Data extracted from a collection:
>>>>
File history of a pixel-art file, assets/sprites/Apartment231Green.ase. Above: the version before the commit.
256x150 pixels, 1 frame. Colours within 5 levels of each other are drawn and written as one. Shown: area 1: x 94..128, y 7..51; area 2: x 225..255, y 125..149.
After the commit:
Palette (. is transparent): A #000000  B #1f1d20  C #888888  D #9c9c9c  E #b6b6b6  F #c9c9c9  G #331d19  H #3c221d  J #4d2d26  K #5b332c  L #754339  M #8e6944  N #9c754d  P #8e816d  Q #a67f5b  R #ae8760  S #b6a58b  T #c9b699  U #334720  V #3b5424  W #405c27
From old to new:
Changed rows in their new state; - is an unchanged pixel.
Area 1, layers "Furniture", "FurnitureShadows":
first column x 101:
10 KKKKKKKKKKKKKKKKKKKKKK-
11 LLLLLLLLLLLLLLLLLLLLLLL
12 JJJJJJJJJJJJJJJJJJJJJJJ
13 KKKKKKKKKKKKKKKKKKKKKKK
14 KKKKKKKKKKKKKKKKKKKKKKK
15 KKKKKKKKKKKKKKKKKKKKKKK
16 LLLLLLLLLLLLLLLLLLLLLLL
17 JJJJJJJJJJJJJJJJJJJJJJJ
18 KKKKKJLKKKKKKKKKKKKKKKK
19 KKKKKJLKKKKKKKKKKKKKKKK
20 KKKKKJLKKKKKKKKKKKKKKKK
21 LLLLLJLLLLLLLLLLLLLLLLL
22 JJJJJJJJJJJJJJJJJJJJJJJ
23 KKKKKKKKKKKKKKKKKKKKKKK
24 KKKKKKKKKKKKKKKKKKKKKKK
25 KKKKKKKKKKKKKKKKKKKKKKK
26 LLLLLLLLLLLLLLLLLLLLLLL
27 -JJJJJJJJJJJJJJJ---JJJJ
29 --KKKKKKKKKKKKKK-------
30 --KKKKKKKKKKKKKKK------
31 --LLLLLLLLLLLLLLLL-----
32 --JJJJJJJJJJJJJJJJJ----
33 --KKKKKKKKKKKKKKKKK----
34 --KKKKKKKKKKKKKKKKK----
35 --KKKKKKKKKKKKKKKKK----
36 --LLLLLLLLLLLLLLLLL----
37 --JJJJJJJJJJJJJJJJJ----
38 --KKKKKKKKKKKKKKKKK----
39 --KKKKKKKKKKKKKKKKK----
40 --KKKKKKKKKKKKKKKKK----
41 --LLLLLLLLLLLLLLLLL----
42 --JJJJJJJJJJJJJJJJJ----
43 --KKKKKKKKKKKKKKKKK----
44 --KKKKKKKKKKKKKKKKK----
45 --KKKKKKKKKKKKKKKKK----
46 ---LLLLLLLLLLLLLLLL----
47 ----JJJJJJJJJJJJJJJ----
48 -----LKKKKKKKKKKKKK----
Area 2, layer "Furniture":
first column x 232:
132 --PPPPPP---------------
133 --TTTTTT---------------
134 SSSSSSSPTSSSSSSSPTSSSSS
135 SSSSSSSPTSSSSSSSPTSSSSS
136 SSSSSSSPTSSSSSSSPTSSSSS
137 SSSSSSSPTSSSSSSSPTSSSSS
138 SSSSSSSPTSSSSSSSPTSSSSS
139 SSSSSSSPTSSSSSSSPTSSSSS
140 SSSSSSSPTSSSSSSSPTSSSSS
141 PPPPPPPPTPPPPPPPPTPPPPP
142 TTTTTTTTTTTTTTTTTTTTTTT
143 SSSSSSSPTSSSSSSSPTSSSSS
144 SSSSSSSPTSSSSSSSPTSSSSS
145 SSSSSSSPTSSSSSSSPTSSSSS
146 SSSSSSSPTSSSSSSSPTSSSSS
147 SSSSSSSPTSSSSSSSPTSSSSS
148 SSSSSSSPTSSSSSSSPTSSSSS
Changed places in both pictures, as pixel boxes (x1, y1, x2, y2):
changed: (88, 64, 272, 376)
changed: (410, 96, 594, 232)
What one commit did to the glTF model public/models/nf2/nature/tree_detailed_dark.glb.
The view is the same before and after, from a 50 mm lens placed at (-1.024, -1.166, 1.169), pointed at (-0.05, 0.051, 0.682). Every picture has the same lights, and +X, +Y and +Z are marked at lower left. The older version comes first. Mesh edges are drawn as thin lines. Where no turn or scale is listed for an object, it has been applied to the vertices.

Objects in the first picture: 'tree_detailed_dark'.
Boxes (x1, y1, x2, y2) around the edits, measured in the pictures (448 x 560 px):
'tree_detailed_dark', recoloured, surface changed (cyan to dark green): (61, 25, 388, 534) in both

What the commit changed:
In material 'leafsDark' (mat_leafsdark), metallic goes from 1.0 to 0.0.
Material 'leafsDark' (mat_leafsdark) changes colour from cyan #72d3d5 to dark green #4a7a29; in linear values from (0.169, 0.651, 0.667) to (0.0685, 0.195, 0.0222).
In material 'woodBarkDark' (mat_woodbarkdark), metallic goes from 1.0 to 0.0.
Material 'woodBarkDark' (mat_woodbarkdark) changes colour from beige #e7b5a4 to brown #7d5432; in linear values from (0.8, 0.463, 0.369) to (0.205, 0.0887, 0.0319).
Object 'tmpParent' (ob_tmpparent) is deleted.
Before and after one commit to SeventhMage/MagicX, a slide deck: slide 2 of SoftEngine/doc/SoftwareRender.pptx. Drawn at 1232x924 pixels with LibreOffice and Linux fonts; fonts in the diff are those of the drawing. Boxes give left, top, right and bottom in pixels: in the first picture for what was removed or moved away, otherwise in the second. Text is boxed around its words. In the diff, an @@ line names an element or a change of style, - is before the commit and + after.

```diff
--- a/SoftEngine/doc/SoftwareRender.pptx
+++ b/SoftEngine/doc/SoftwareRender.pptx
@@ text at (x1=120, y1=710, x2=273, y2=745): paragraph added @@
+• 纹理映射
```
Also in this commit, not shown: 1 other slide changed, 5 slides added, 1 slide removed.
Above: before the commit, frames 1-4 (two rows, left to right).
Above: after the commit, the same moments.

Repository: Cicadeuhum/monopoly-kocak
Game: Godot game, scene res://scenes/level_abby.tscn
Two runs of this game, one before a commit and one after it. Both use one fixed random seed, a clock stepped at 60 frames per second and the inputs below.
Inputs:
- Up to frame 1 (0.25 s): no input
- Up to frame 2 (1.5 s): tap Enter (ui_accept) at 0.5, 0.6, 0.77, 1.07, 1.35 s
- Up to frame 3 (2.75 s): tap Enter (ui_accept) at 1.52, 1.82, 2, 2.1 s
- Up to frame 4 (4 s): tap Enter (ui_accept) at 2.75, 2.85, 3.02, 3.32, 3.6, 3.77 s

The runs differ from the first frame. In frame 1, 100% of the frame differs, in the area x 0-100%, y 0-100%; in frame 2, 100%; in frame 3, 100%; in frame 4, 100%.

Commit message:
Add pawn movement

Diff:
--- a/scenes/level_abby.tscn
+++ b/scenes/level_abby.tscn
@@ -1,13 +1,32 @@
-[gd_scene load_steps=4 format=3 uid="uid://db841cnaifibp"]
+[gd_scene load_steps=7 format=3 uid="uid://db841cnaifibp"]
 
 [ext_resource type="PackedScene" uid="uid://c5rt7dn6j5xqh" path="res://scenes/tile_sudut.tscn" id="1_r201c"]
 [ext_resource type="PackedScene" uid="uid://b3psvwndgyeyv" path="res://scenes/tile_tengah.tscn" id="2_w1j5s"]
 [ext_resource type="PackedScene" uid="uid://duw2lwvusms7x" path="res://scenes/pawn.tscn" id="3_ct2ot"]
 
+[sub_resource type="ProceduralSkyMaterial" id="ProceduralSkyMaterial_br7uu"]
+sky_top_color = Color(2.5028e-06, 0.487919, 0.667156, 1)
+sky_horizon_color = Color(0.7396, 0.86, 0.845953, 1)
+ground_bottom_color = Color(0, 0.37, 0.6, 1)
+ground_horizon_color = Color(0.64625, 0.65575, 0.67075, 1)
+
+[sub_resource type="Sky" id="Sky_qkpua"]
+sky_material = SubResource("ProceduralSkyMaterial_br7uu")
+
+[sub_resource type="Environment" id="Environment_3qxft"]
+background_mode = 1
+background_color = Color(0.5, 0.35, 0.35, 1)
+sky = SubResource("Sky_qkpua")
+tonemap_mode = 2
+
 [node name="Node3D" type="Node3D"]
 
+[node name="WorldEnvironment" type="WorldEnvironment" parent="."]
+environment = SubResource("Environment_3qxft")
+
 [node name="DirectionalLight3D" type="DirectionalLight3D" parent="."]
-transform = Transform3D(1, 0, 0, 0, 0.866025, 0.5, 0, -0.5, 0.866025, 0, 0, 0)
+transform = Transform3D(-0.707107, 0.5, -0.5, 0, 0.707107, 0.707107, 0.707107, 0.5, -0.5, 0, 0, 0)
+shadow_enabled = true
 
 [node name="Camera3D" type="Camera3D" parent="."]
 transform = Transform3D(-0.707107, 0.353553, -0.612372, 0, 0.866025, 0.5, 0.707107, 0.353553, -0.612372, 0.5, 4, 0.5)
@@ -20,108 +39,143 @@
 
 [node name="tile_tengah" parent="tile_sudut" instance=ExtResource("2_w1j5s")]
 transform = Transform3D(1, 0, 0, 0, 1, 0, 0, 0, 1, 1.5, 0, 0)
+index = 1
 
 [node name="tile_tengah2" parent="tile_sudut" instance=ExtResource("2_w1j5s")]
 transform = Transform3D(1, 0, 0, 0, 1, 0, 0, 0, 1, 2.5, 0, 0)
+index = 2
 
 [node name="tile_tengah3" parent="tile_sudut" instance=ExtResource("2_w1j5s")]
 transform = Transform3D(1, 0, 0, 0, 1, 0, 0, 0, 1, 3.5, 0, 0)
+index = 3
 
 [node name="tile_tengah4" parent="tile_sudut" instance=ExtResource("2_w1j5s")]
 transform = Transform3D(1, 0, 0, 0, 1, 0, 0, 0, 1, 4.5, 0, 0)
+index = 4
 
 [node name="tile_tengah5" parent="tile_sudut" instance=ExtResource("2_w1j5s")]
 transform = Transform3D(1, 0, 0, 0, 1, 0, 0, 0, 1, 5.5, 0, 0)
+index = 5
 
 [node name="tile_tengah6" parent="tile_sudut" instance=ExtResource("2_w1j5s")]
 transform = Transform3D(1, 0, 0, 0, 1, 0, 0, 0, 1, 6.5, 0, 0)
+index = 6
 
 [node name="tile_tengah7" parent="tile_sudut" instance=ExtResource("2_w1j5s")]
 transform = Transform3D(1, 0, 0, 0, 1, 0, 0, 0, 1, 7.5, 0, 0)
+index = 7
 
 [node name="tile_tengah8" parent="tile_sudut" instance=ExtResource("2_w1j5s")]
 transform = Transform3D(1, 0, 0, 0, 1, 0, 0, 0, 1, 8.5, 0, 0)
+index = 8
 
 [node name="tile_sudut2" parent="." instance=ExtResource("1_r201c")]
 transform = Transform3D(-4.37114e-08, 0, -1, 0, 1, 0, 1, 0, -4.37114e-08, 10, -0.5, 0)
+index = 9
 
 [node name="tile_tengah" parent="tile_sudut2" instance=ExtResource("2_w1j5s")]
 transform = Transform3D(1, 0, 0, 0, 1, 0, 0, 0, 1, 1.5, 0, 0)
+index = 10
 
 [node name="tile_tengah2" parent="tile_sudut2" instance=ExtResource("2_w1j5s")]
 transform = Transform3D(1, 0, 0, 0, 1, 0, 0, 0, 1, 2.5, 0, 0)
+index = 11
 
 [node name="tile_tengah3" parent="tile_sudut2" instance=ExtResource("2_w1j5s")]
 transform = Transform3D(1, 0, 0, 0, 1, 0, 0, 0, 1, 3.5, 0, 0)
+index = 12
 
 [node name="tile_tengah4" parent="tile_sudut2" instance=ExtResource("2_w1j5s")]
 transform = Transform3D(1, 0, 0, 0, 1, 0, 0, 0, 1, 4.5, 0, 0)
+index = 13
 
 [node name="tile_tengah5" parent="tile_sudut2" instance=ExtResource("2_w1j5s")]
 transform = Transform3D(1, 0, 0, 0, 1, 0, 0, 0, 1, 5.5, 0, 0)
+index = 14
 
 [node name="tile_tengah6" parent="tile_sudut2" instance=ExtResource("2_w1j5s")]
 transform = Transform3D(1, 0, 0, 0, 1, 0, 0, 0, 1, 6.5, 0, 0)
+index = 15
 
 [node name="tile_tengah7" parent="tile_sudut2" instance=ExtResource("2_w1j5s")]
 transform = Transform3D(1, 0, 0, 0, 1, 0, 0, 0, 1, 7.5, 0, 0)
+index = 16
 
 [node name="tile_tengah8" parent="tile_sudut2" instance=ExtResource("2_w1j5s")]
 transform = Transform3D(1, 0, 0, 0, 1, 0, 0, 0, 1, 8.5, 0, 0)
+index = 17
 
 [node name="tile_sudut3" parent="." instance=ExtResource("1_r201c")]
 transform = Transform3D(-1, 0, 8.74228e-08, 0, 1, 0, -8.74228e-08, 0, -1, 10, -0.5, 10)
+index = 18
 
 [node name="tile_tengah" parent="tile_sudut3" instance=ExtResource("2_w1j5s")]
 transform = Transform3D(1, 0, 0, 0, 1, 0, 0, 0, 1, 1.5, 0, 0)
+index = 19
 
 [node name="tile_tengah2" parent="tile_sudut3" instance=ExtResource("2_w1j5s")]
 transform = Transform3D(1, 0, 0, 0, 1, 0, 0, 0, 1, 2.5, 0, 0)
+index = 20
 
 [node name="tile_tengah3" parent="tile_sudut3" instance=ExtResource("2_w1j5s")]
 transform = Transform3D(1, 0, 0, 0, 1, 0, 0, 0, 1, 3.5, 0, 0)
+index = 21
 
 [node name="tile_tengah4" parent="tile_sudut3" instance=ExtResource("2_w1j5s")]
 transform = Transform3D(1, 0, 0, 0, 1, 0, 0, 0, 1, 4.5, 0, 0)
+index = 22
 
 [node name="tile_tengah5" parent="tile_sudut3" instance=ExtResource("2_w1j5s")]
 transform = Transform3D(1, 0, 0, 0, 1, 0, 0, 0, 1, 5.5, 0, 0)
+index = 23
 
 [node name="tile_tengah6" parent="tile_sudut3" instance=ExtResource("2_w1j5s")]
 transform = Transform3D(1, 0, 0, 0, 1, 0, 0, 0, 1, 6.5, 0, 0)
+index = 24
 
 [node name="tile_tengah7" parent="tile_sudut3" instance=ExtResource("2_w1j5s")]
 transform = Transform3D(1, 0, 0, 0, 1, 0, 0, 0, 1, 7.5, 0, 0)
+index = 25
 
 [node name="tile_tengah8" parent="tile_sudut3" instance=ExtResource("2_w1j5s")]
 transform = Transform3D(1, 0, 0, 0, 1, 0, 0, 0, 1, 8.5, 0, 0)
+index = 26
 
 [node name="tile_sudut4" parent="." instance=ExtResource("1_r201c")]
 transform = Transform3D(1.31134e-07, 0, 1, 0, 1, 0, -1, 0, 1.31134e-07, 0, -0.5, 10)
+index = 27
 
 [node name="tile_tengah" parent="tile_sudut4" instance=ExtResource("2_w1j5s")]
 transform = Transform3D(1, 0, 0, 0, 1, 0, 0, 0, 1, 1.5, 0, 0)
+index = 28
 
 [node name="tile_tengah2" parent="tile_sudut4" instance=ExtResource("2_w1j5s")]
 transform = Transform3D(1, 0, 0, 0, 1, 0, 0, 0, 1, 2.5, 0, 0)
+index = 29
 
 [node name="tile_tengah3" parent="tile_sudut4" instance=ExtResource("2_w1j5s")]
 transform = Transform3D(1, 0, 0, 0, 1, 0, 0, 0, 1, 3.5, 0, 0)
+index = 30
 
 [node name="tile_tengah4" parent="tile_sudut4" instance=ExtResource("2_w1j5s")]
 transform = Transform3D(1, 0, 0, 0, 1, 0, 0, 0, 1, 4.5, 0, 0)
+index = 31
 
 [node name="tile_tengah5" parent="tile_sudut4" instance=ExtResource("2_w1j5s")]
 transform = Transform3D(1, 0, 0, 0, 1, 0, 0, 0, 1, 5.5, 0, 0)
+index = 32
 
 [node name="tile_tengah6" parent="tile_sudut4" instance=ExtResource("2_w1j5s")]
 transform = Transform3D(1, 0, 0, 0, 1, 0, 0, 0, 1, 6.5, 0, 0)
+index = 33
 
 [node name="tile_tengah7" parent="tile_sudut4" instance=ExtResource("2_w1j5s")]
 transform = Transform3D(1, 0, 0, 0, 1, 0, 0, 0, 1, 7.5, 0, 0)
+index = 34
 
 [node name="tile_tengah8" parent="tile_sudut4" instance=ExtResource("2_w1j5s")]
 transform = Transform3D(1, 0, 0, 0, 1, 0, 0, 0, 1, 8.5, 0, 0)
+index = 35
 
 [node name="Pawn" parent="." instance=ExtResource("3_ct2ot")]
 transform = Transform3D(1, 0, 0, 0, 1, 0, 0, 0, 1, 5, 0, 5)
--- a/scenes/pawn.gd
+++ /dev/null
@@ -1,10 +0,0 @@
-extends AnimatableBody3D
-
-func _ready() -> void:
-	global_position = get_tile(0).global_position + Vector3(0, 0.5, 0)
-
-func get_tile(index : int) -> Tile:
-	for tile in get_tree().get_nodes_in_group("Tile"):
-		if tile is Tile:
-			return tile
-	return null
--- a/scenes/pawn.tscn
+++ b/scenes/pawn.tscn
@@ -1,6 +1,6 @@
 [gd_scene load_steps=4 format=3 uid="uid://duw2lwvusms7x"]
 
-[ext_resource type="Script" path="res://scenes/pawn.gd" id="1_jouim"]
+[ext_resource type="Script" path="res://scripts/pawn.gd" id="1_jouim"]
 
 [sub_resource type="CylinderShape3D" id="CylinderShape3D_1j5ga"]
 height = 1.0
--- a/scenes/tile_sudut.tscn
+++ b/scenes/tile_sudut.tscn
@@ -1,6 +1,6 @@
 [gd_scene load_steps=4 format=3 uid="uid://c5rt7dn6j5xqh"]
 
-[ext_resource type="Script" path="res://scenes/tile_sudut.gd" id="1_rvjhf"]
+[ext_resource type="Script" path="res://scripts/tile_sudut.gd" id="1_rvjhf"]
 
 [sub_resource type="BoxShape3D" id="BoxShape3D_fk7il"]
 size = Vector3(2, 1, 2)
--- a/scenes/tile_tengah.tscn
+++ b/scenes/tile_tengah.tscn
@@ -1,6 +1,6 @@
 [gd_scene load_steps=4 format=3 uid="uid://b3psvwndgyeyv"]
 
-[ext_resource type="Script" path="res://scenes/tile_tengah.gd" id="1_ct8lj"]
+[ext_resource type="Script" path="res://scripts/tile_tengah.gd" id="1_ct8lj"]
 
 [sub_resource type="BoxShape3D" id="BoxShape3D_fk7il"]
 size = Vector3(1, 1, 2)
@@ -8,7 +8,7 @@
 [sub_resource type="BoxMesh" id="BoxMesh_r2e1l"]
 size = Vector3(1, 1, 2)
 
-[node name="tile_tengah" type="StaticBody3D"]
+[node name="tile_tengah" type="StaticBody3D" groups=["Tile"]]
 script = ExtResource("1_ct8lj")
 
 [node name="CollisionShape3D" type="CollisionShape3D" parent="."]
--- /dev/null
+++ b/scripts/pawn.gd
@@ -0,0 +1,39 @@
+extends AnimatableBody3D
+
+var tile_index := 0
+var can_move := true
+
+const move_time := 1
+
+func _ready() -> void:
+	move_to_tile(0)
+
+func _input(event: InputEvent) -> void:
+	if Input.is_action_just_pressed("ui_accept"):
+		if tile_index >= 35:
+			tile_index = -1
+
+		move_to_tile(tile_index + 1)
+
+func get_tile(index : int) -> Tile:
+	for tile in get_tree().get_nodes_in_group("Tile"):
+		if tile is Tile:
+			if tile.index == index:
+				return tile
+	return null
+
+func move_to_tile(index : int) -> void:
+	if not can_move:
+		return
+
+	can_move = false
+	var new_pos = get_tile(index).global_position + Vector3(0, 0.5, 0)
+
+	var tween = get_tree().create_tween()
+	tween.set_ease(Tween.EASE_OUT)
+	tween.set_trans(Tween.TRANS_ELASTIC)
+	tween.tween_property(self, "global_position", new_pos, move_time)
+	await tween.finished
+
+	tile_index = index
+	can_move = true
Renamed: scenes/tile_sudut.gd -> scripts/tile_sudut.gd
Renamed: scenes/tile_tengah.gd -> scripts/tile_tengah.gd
<<<<
Starting with the first line of the records, repeat every line up to and including the one containing "changed: (410, 96, 594, 232)", and nothing else.

File history of a pixel-art file, assets/sprites/Apartment231Green.ase. Above: the version before the commit.
256x150 pixels, 1 frame. Colours within 5 levels of each other are drawn and written as one. Shown: area 1: x 94..128, y 7..51; area 2: x 225..255, y 125..149.
After the commit:
Palette (. is transparent): A #000000  B #1f1d20  C #888888  D #9c9c9c  E #b6b6b6  F #c9c9c9  G #331d19  H #3c221d  J #4d2d26  K #5b332c  L #754339  M #8e6944  N #9c754d  P #8e816d  Q #a67f5b  R #ae8760  S #b6a58b  T #c9b699  U #334720  V #3b5424  W #405c27
From old to new:
Changed rows in their new state; - is an unchanged pixel.
Area 1, layers "Furniture", "FurnitureShadows":
first column x 101:
10 KKKKKKKKKKKKKKKKKKKKKK-
11 LLLLLLLLLLLLLLLLLLLLLLL
12 JJJJJJJJJJJJJJJJJJJJJJJ
13 KKKKKKKKKKKKKKKKKKKKKKK
14 KKKKKKKKKKKKKKKKKKKKKKK
15 KKKKKKKKKKKKKKKKKKKKKKK
16 LLLLLLLLLLLLLLLLLLLLLLL
17 JJJJJJJJJJJJJJJJJJJJJJJ
18 KKKKKJLKKKKKKKKKKKKKKKK
19 KKKKKJLKKKKKKKKKKKKKKKK
20 KKKKKJLKKKKKKKKKKKKKKKK
21 LLLLLJLLLLLLLLLLLLLLLLL
22 JJJJJJJJJJJJJJJJJJJJJJJ
23 KKKKKKKKKKKKKKKKKKKKKKK
24 KKKKKKKKKKKKKKKKKKKKKKK
25 KKKKKKKKKKKKKKKKKKKKKKK
26 LLLLLLLLLLLLLLLLLLLLLLL
27 -JJJJJJJJJJJJJJJ---JJJJ
29 --KKKKKKKKKKKKKK-------
30 --KKKKKKKKKKKKKKK------
31 --LLLLLLLLLLLLLLLL-----
32 --JJJJJJJJJJJJJJJJJ----
33 --KKKKKKKKKKKKKKKKK----
34 --KKKKKKKKKKKKKKKKK----
35 --KKKKKKKKKKKKKKKKK----
36 --LLLLLLLLLLLLLLLLL----
37 --JJJJJJJJJJJJJJJJJ----
38 --KKKKKKKKKKKKKKKKK----
39 --KKKKKKKKKKKKKKKKK----
40 --KKKKKKKKKKKKKKKKK----
41 --LLLLLLLLLLLLLLLLL----
42 --JJJJJJJJJJJJJJJJJ----
43 --KKKKKKKKKKKKKKKKK----
44 --KKKKKKKKKKKKKKKKK----
45 --KKKKKKKKKKKKKKKKK----
46 ---LLLLLLLLLLLLLLLL----
47 ----JJJJJJJJJJJJJJJ----
48 -----LKKKKKKKKKKKKK----
Area 2, layer "Furniture":
first column x 232:
132 --PPPPPP---------------
133 --TTTTTT---------------
134 SSSSSSSPTSSSSSSSPTSSSSS
135 SSSSSSSPTSSSSSSSPTSSSSS
136 SSSSSSSPTSSSSSSSPTSSSSS
137 SSSSSSSPTSSSSSSSPTSSSSS
138 SSSSSSSPTSSSSSSSPTSSSSS
139 SSSSSSSPTSSSSSSSPTSSSSS
140 SSSSSSSPTSSSSSSSPTSSSSS
141 PPPPPPPPTPPPPPPPPTPPPPP
142 TTTTTTTTTTTTTTTTTTTTTTT
143 SSSSSSSPTSSSSSSSPTSSSSS
144 SSSSSSSPTSSSSSSSPTSSSSS
145 SSSSSSSPTSSSSSSSPTSSSSS
146 SSSSSSSPTSSSSSSSPTSSSSS
147 SSSSSSSPTSSSSSSSPTSSSSS
148 SSSSSSSPTSSSSSSSPTSSSSS
Changed places in both pictures, as pixel boxes (x1, y1, x2, y2):
changed: (88, 64, 272, 376)
changed: (410, 96, 594, 232)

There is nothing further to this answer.